Soltani Restaurant Sells Persian Food for Paisas

It's all sorts of awesome that Soltani Restaurant just opened in SanTana, and not just for the novelty of a Persian eatery in the middle of a barrio. Or, rather, that's part of it. I've already seen Mexican customers speak in Spanish to the Persian owners, and Persian customers speak Farsi to the Mexican cook. I've seen fake-blond cholas try to pay with food stamps, and working-class Joes from the many auto shops surrounding Soltani scarfing down bowls of gheimeh, washing it down with doogh. And because of the trilingual menu, I now know that zereshk polo is called arroz con arándano (cranberry rice) and mast-o-musir is yogur persa (Persian yogurt).

Don't dismiss this tiny restaurant as a novelty, though, for here is great Persian food that would play in Irvine or Mission Viejo. One must admire the courage of the owners for opening Soltani here and not watering down the cuisine at all. Appetizers include bowls of torshi and tahdig so crunchy they make peanut brittle seem as hard as cardboard. The ghormeh sabzi is puckering thanks to the use of dried limes; the aforementioned zereshk polo comes with a chicken leg and thigh, their broth presented on the side so you can baptize the rice with it. It doesn't matter if you're Persian or a paisa: The owners will explain all the dishes and guide you to the best choices. Try to order the maast chekideh—plain yogurt—and one of the owners (both are middle-aged, mustachioed and resemble mi tío Gabriel) will shake his head. “This is boring,” he'll tell you. “Doesn't sell. Go for the mast-o-musir or mast-o-khiar—much better!”

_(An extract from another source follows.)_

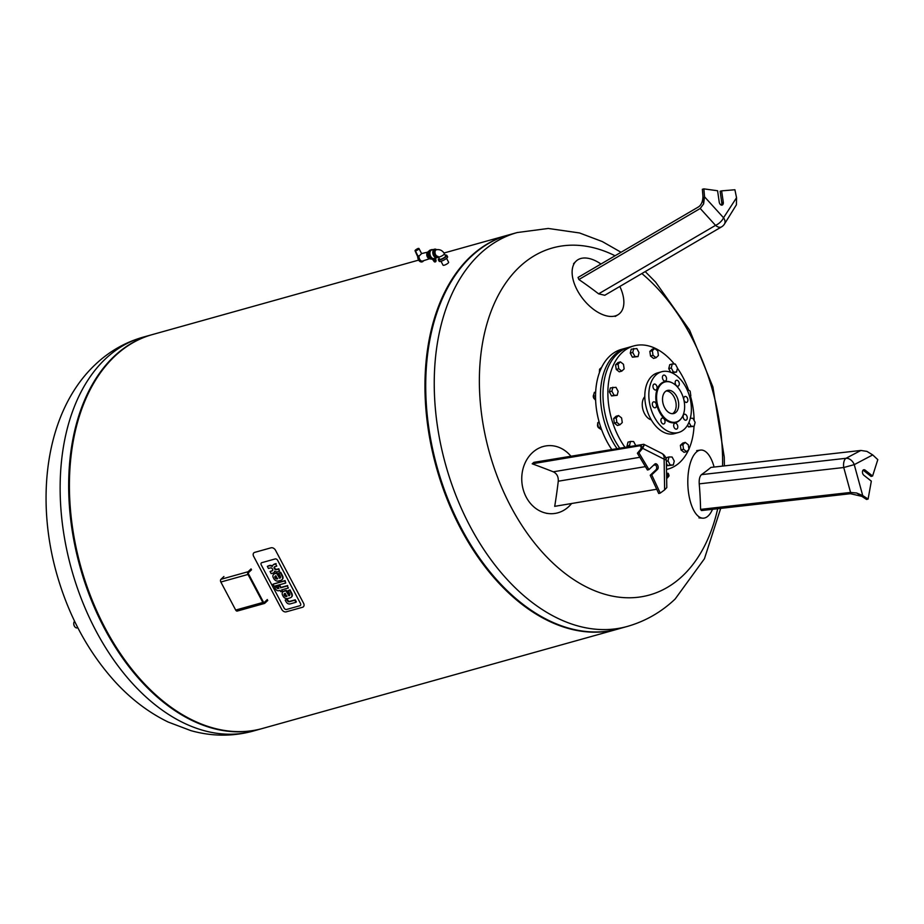 <?xml version="1.0" encoding="UTF-8"?>
<svg xmlns="http://www.w3.org/2000/svg" width="924" height="924" viewBox="0 0 924 924"><rect width="100%" height="100%" fill="white"/><g stroke="black" fill="none" stroke-linecap="round" stroke-linejoin="round"><path stroke-width="1.39" d="M267.313 599.561L264.333 602.379A1.028 0.658 -105.6 0 1 263.363 601.986L248.521 573.954A1.028 0.658 -105.6 0 1 248.568 572.591L251.547 569.773M251.085 568.895L248.106 571.713L220.94 579.313A2.044 1.317 74.4 0 0 220.848 582.028L248.002 574.439A2.044 1.317 -105.6 0 1 248.106 571.713M248.002 574.439L262.843 602.471L235.689 610.059L220.848 582.028M267.775 600.427L264.795 603.256A2.044 1.317 -105.6 0 1 264.426 603.464A2.044 1.317 -105.6 0 1 262.843 602.471M235.689 610.059A2.044 1.317 74.4 0 0 237.26 611.064L264.426 603.464M220.94 579.313L223.931 576.495M299.907 605.728L286.613 609.447A2.102 1.525 46.6 0 1 284.107 608.084L261.249 564.899A2.102 1.525 46.6 0 1 261.353 562.935A2.102 1.525 46.6 0 1 261.839 562.658L275.133 558.951A2.102 1.525 46.6 0 1 277.627 560.314L300.496 603.499A2.102 1.525 46.6 0 1 300.392 605.463A2.102 1.525 46.6 0 1 299.907 605.728A2.102 1.525 -133.4 0 0 300.392 605.463A2.102 1.525 -133.4 0 0 300.496 603.499L277.627 560.314A2.102 1.525 -133.4 0 0 275.133 558.951L261.839 562.658A2.102 1.525 -133.4 0 0 261.353 562.935A2.102 1.525 -133.4 0 0 261.249 564.899L284.107 608.084A2.102 1.525 -133.4 0 0 286.613 609.447L299.907 605.728M286.209 611.838L302.529 607.276A3.754 2.726 -133.4 0 0 303.407 606.779A3.754 2.726 -133.4 0 0 303.592 603.291L275.502 550.242A3.754 2.726 -133.4 0 0 271.044 547.805L254.724 552.367A3.754 2.726 -133.4 0 0 253.846 552.852A3.754 2.726 -133.4 0 0 253.65 556.352L281.739 609.401A3.754 2.726 -133.4 0 0 286.209 611.838M280.526 587.826L287.295 585.932L288.404 588.022L281.635 589.916L282.34 591.256L280.746 591.695L280.041 590.367L278.817 590.713A3.627 2.633 46.6 0 1 277.119 590.517A2.275 1.652 46.6 0 1 276.334 589.986A3.477 2.529 46.6 0 1 275.479 588.854L274.694 587.375L276.368 586.913L276.9 587.93A1.328 0.959 -133.4 0 0 277.108 588.23L277.616 588.542A1.374 1.005 -133.4 0 0 278.066 588.519L278.933 588.276L278.078 586.659L279.66 586.209L280.942 587.433L280.088 585.816L279.66 586.209M288.404 588.022L287.295 585.932M287.711 585.539L280.942 587.433M282.178 589.766L282.34 591.256M278.805 588.022L278.482 588.114A1.374 1.005 46.6 0 1 278.043 588.138L277.535 587.826A1.328 0.959 46.6 0 1 277.327 587.525L276.784 586.509L274.694 587.375M280.088 585.816L278.078 586.659M285.759 583.032L274.116 586.29L273.007 584.187L284.65 580.942L285.759 583.032L285.066 580.538L273.007 584.187M296.373 601.894L295.264 599.803L289.94 601.281A3.592 2.61 46.6 0 1 289.743 601.339A2.345 1.698 46.6 0 1 289.166 601.351A1.282 0.924 46.6 0 1 288.577 601.108L288.149 601.501A1.282 0.924 -133.4 0 0 288.75 601.743A2.345 1.698 -133.4 0 0 289.327 601.732A3.592 2.61 -133.4 0 0 289.524 601.686L294.848 600.196L295.957 602.286L290.217 603.892A4.528 3.292 46.6 0 1 288.184 603.753A2.934 2.125 46.6 0 1 286.706 602.656A4.551 3.303 46.6 0 1 285.99 601.605L285.17 600.057L286.879 599.584L287.433 600.646A2.633 1.906 -133.4 0 0 287.63 600.947A1.582 1.143 -133.4 0 0 288.149 601.501M288.577 601.108A1.582 1.143 46.6 0 1 288.045 600.554A2.633 1.906 46.6 0 1 287.861 600.242L287.295 599.191L285.17 600.057M287.087 596.026A3.8 2.76 46.6 0 1 286.532 596.096A2.206 1.605 46.6 0 1 285.909 595.992A1.398 1.016 46.6 0 1 284.904 595.079L284.731 594.756A1.398 1.016 46.6 0 1 284.638 593.589L284.211 593.982A1.398 1.016 -133.4 0 0 284.315 595.16L284.477 595.483A1.398 1.016 -133.4 0 0 285.493 596.396A2.206 1.605 -133.4 0 0 286.117 596.5A3.8 2.76 -133.4 0 0 286.787 596.396L285.181 593.358A3.8 2.76 -133.4 0 0 284.58 593.601A2.206 1.605 -133.4 0 0 284.407 593.739A2.206 1.605 -133.4 0 0 284.211 593.982M282.709 595.403A3.546 2.576 46.6 0 1 282.813 591.949A3.546 2.576 46.6 0 1 283.091 591.73A6.179 4.493 46.6 0 1 284.199 591.221L285.839 590.759L288.946 595.795A2.102 1.525 -133.4 0 0 289.489 595.506A2.102 1.525 -133.4 0 0 289.801 594.987A2.252 1.629 -133.4 0 0 289.501 593.589L287.976 590.713L289.582 590.263L291.256 593.427A5.636 4.089 46.6 0 1 291.799 594.813A3.581 2.599 46.6 0 1 291.256 597.239A3.581 2.599 46.6 0 1 290.875 597.528A6.122 4.435 46.6 0 1 290.055 597.886L287.953 598.475A6.353 4.608 46.6 0 1 286.74 598.613A3.638 2.633 46.6 0 1 283.067 596.084L282.709 595.403M289.662 595.287A2.102 1.525 46.6 0 1 289.362 595.391L286.267 590.367L284.615 590.829A6.179 4.493 -133.4 0 0 283.518 591.337L283.091 591.73M291.453 597.031A3.581 2.599 -133.4 0 0 291.684 596.846A3.581 2.599 -133.4 0 0 292.215 594.409A5.636 4.089 -133.4 0 0 291.684 593.035L290.009 589.859L287.976 590.713M277.801 578.505A3.8 2.76 46.6 0 1 277.258 578.574A2.206 1.605 46.6 0 1 276.634 578.47A1.398 1.016 46.6 0 1 275.618 577.546L275.456 577.234A1.398 1.016 46.6 0 1 275.352 576.056L274.936 576.461A1.398 1.016 -133.4 0 0 275.029 577.627L275.202 577.95A1.398 1.016 -133.4 0 0 276.207 578.863A2.206 1.605 -133.4 0 0 276.83 578.967A3.8 2.76 -133.4 0 0 277.512 578.874L275.895 575.825A3.8 2.76 -133.4 0 0 275.306 576.079A2.206 1.605 -133.4 0 0 275.133 576.206A2.206 1.605 -133.4 0 0 274.936 576.461M273.423 577.87A3.546 2.576 46.6 0 1 273.527 574.428A3.546 2.576 46.6 0 1 273.816 574.197A6.179 4.493 46.6 0 1 274.913 573.7L276.565 573.238L279.66 578.262A2.102 1.525 -133.4 0 0 280.203 577.985A2.102 1.525 -133.4 0 0 280.515 577.465A2.252 1.629 -133.4 0 0 280.215 576.056L278.702 573.18L280.307 572.73L281.982 575.906A5.636 4.089 46.6 0 1 282.513 577.281A3.581 2.599 46.6 0 1 281.982 579.718A3.581 2.599 46.6 0 1 281.589 579.995A6.122 4.435 46.6 0 1 280.781 580.353L278.667 580.942A6.353 4.608 46.6 0 1 277.454 581.092A3.638 2.633 46.6 0 1 273.781 578.551L273.423 577.87M280.388 577.754A2.102 1.525 46.6 0 1 280.088 577.87L276.981 572.834L275.34 573.296A6.179 4.493 -133.4 0 0 274.232 573.804L273.816 574.197M282.167 579.498A3.581 2.599 -133.4 0 0 282.397 579.313A3.581 2.599 -133.4 0 0 282.94 576.888A5.636 4.089 -133.4 0 0 282.397 575.502L280.723 572.337L278.702 573.18M272.765 570.235A1.421 1.028 -133.4 0 0 272.592 569.265L272.407 568.907A1.421 1.028 -133.4 0 0 270.778 567.89A3.627 2.633 -133.4 0 0 270.224 567.96L268.445 568.456L267.336 566.354L268.988 565.892A5.417 3.939 46.6 0 1 270.524 565.811A3.465 2.506 46.6 0 1 272.233 566.504A3.684 2.68 46.6 0 1 272.869 565.188A3.684 2.68 46.6 0 1 272.88 565.176A8.755 6.353 46.6 0 1 274.139 564.425L275.675 563.998L276.784 566.1L274.959 566.608A2.772 2.01 -133.4 0 0 274.393 566.943A2.772 2.01 -133.4 0 0 274.22 567.14A1.363 0.993 -133.4 0 0 274.209 568.237L274.486 568.757A1.444 1.051 -133.4 0 0 275.791 569.681A3.269 2.379 -133.4 0 0 276.773 569.611L278.401 569.149L279.522 571.251L277.951 571.69A5.567 4.043 46.6 0 1 276.392 571.794A3.684 2.68 46.6 0 1 274.682 571.124A3.465 2.506 46.6 0 1 274.07 572.464A3.465 2.506 46.6 0 1 274.058 572.476A5.417 3.939 46.6 0 1 272.834 573.157L271.182 573.619L270.074 571.517L271.841 571.02A3.627 2.633 -133.4 0 0 272.314 570.801A1.871 1.363 -133.4 0 0 272.765 570.235M272.384 565.927A3.465 2.506 -133.4 0 0 270.94 565.407A5.417 3.939 -133.4 0 0 269.415 565.5L267.336 566.354M273.308 564.772L273.296 564.783A3.684 2.68 -133.4 0 0 273.285 564.795A3.684 2.68 -133.4 0 1 273.308 564.772A8.755 6.353 -133.4 0 1 274.555 564.021L274.139 564.425M276.784 566.1L275.675 563.998M276.091 563.594L274.555 564.021M279.522 571.251L278.829 568.757L277.2 569.207A3.269 2.379 46.6 0 1 276.218 569.276A1.444 1.051 46.6 0 1 274.902 568.352L274.636 567.844A1.363 0.993 46.6 0 1 274.624 566.759L274.22 567.14M274.082 572.441L274.474 572.072A3.465 2.506 -133.4 0 0 274.486 572.06A3.465 2.506 -133.4 0 0 274.982 571.309M272.672 570.443A3.627 2.633 46.6 0 1 272.268 570.628L270.074 571.517M77.189 627.881A3.627 2.333 -105.6 0 1 74.856 626.819A3.627 2.333 -105.6 0 1 74.394 626.102A3.627 2.333 -105.6 0 1 73.793 623.019A3.627 2.333 -105.6 0 1 74.59 621.251A3.627 2.333 -105.6 0 0 73.793 623.019A3.627 2.333 -105.6 0 0 74.394 626.102A3.627 2.333 -105.6 0 0 74.856 626.819A3.627 2.333 -105.6 0 0 77.189 627.881L77.812 627.708L77.189 627.881M73.77 623.215A3.292 2.114 74.4 0 0 74.729 626.657L74.729 626.657A3.292 2.114 74.4 0 1 73.77 623.215L73.77 623.215M151.998 334.684A204.504 131.451 74.4 0 0 151.617 334.788A204.504 131.451 74.4 0 0 113.941 356.537A204.504 131.451 74.4 0 0 90.737 598.66A204.504 131.451 74.4 0 0 261.781 728.666A204.504 131.451 74.4 0 0 262.15 728.562A204.504 131.451 -105.6 0 1 90.852 598.937A204.504 131.451 -105.6 0 1 113.941 356.537A204.504 131.451 -105.6 0 1 151.998 334.684M618.445 628.909A204.504 131.451 -105.6 0 1 618.075 629.025A204.504 131.451 -105.6 0 1 447.031 499.006A204.504 131.451 -105.6 0 1 470.235 256.884A204.504 131.451 -105.6 0 1 507.911 235.135A204.504 131.451 -105.6 0 1 508.292 235.031M618.075 629.025L262.531 728.459A204.504 131.451 -105.6 0 1 91.488 598.452A204.504 131.451 -105.6 0 1 114.692 356.329A204.504 131.451 -105.6 0 1 152.368 334.58L418.526 260.141M517.197 232.548A204.504 131.451 -105.6 0 0 445.68 464.887A204.504 131.451 -105.6 0 0 627.35 626.426L618.826 628.805A204.504 131.451 -105.6 0 1 437.156 467.278A204.504 131.451 -105.6 0 1 508.662 234.927L517.197 232.548L548.232 228.459L579.544 232.963L602.309 241.568L621.044 252.264M717.694 508.72A180.168 115.812 -105.6 0 1 682.709 575.802A180.168 115.812 -105.6 0 1 485.158 435.158A180.168 115.812 -105.6 0 1 615.072 255.763M641.868 273.55A180.168 115.812 -105.6 0 1 722.58 466.1M666.585 474.913L667.313 474.231A1.709 0.982 -91.1 0 1 667.428 474.255L667.105 473.908A2.044 1.178 88.9 0 0 666.978 473.897A2.044 1.178 88.9 0 0 666.574 474.035M668.237 476.749L668.964 475.929A2.899 1.663 -91.1 0 0 668.191 473.527L667.428 474.255L668.168 473.307L666.562 473.261M668.964 475.929L668.075 476.911M666.585 474.751A1.709 0.982 -91.1 0 1 667.313 474.231L668.156 475.132L667.29 477.639A1.709 0.982 -91.1 0 1 667.174 477.627L666.643 478.124M668.202 476.657A1.709 0.982 -91.1 0 1 668.144 476.83A1.709 0.982 -91.1 0 1 667.29 477.639L666.62 476.923M666.828 476.195L667.486 474.786L666.608 476.195M666.643 476.495L667.775 475.687L666.608 476.391M666.92 476.495L667.775 475.687M667.486 474.786L666.712 474.797M668.144 476.83L667.371 476.853M597.551 424.797A2.391 1.536 74.4 0 0 597.528 424.901A2.391 1.536 74.4 0 0 597.551 425.756A2.391 1.536 74.4 0 0 598.232 427.396A2.391 1.536 74.4 0 0 598.29 427.466A2.726 1.756 -105.6 0 1 597.574 425.675A2.726 1.756 -105.6 0 1 597.562 424.693A2.726 1.756 -105.6 0 1 597.782 423.897M599.029 421.667L597.643 422.973L598.325 427.593L601.697 429.891M599.272 422.522L597.643 422.973M600.646 426.946L598.325 427.593M619.912 424.797L617.394 425.502L614.356 423.111L613.686 418.491L616.204 417.787L618.56 415.557L621.598 417.937L622.268 422.557L619.912 424.797L616.874 422.407L616.204 417.787M614.356 423.111L616.874 422.407M613.686 418.491L616.054 416.262L618.56 415.557M593.324 395.888A2.391 1.536 74.4 0 0 593.312 395.992A2.391 1.536 74.4 0 0 594.016 398.487A2.391 1.536 74.4 0 0 594.074 398.556M594.906 399.307A2.726 1.756 -105.6 0 1 594.132 398.648A2.726 1.756 -105.6 0 1 593.335 395.784A2.726 1.756 -105.6 0 1 593.404 395.437A2.726 1.756 -105.6 0 1 593.762 394.652M595.657 392.03L594.317 392.411L593.347 396.361L595.622 400.415M595.541 395.749L593.347 396.361M617.163 395.31L611.526 395.922L609.39 391.88L610.36 387.918L615.985 387.306L618.133 391.349L617.163 395.31L614.044 395.218L611.896 391.175L612.878 387.214M609.39 391.88L611.896 391.175M611.526 395.922L614.044 395.218M599.422 371.136A2.391 1.536 74.4 0 0 599.41 371.229A2.391 1.536 74.4 0 0 599.48 372.395M599.503 372.326A2.726 1.756 -105.6 0 1 599.433 371.032A2.726 1.756 -105.6 0 1 599.653 370.235M601.674 367.278L599.514 369.311L599.838 371.46M600.889 368.93L599.514 369.311M621.783 371.125L619.265 371.829L616.239 369.438L615.557 364.818L617.925 362.589L620.431 361.885L623.469 364.275L624.15 368.895L621.783 371.125L618.745 368.734L618.075 364.114L620.431 361.885M615.557 364.818L618.075 364.114M616.239 369.438L618.745 368.734M638.034 356.583L632.397 357.195L630.26 353.153L631.231 349.191L636.855 348.579L639.004 352.622L638.034 356.583L634.915 356.491L632.767 352.448L633.749 348.487M630.26 353.153L632.767 352.448M632.397 357.195L634.915 356.491M656.063 357.715L653.545 358.42L650.508 356.029L649.838 351.409L652.194 349.18L654.712 348.475L657.749 350.866L658.419 355.486L656.063 357.715L653.025 355.324L652.344 350.704L654.712 348.475M649.838 351.409L652.344 350.704M650.508 356.029L653.025 355.324M675.352 364.079L677.5 368.122L676.518 372.083L673.411 371.991L671.263 367.948L672.233 363.987L675.352 364.079M670.685 372.303L668.745 368.653L669.727 364.691L672.233 363.987M668.745 368.653L671.263 367.948M671.344 372.568L673.411 371.991M671.69 372.719L676.518 372.083M686.694 388.854L690.147 391.118L690.817 395.738L689.674 396.823M690.332 418.226L692.977 418.306L695.125 422.349L694.143 426.311L691.036 426.218L688.969 422.326M691.036 426.218L688.519 426.923L694.143 426.311M688.519 426.923L687.56 425.121M688.946 449.411L686.59 451.64L683.552 449.249L682.871 444.629L685.238 442.4L688.276 444.791L688.946 449.411M683.552 449.249L681.034 449.953L684.072 452.344L686.59 451.64M681.034 449.953L680.364 445.333L682.721 443.104L685.238 442.4M680.364 445.333L682.871 444.629M673.284 465.038L667.648 465.65L670.166 464.945L668.017 460.903L668.999 456.941L672.106 457.034L674.254 461.076L673.284 465.038L670.166 464.945M666.135 459.055L666.481 457.646L668.999 456.941M667.648 465.65L666.389 463.271M666.354 461.365L668.017 460.903M627.627 347.678A63.906 41.083 74.4 0 0 626.368 348.002A63.906 41.083 74.4 0 0 616.886 448.429M626.368 348.002L621.459 349.364A63.906 41.083 74.4 0 0 611.642 449.307M627.315 446.673L627.015 446.107L629.521 445.403L630.503 441.441L633.61 441.533L635.596 445.287M629.96 446.234L629.521 445.403M627.015 446.107L627.985 442.146L630.503 441.441M666.493 469.427A63.906 41.083 74.4 0 0 668.214 469.011A63.906 41.083 74.4 0 0 679.983 462.219A63.906 41.083 74.4 0 0 688.692 449.642M688.911 449.156A63.906 41.083 74.4 0 0 694.016 426.345M694.132 420.478A63.906 41.083 74.4 0 0 690.471 396.073M688.449 389.789A63.906 41.083 74.4 0 0 677.465 368.26M674.301 364.044A63.906 41.083 74.4 0 0 633.783 345.923A63.906 41.083 74.4 0 0 624.82 447.089M644.802 396.673A12.971 8.339 74.4 0 0 642.965 409.713A12.971 8.339 74.4 0 0 651.304 419.912M633.783 345.923L628.886 347.297A63.906 41.083 74.4 0 0 619.577 447.978M678.597 432.478L674.578 433.61A31.532 20.27 -105.6 0 1 646.569 408.708A31.532 20.27 -105.6 0 1 657.588 372.88L661.619 371.76A31.532 20.27 -105.6 0 1 687.987 391.799A31.532 20.27 -105.6 0 1 684.407 429.129A31.532 20.27 -105.6 0 1 678.597 432.478A31.532 20.27 -105.6 0 1 650.588 407.576A31.532 20.27 -105.6 0 1 661.619 371.76M662.416 377.258A3.072 1.975 -105.6 0 1 663.651 375.144A3.072 1.975 -105.6 0 1 666.377 377.558A3.072 1.975 -105.6 0 1 665.303 381.046A3.072 1.975 -105.6 0 1 662.416 377.258M685.712 402.31A3.072 1.975 -105.6 0 1 683.772 399.272A3.072 1.975 -105.6 0 1 684.984 396.477A3.072 1.975 -105.6 0 1 687.71 398.902A3.072 1.975 -105.6 0 1 686.636 402.379A3.072 1.975 -105.6 0 1 685.712 402.31M652.332 403.984A3.072 1.975 -105.6 0 1 653.58 401.859A3.072 1.975 -105.6 0 1 656.306 404.285A3.072 1.975 -105.6 0 1 655.231 407.761A3.072 1.975 -105.6 0 1 652.332 403.984M675.629 429.036A3.072 1.975 -105.6 0 1 673.7 425.999A3.072 1.975 -105.6 0 1 674.913 423.192A3.072 1.975 -105.6 0 1 677.627 425.618A3.072 1.975 -105.6 0 1 676.564 429.106A3.072 1.975 -105.6 0 1 675.629 429.036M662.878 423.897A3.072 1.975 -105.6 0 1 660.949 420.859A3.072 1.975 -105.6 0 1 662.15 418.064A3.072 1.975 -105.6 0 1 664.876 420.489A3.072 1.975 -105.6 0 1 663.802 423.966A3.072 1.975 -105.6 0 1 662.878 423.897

Soltani's menu is small, and the owners are hedging their beats by having two coolers full of sodas, the better to get the thirsty Mexicans walking down the street. But the room is already drawing a crowd, almost exclusively Latino. Because when it gets down to it, Mexicans are the ideal audience for Persian food. Big pieces of meat served over rice, with fava beans and pomegranate juice to wash it down? That's a Sunday afternoon. Lavash? Just a thicker tortilla. And a $6 lunch special with grilled vegetables? Chingao!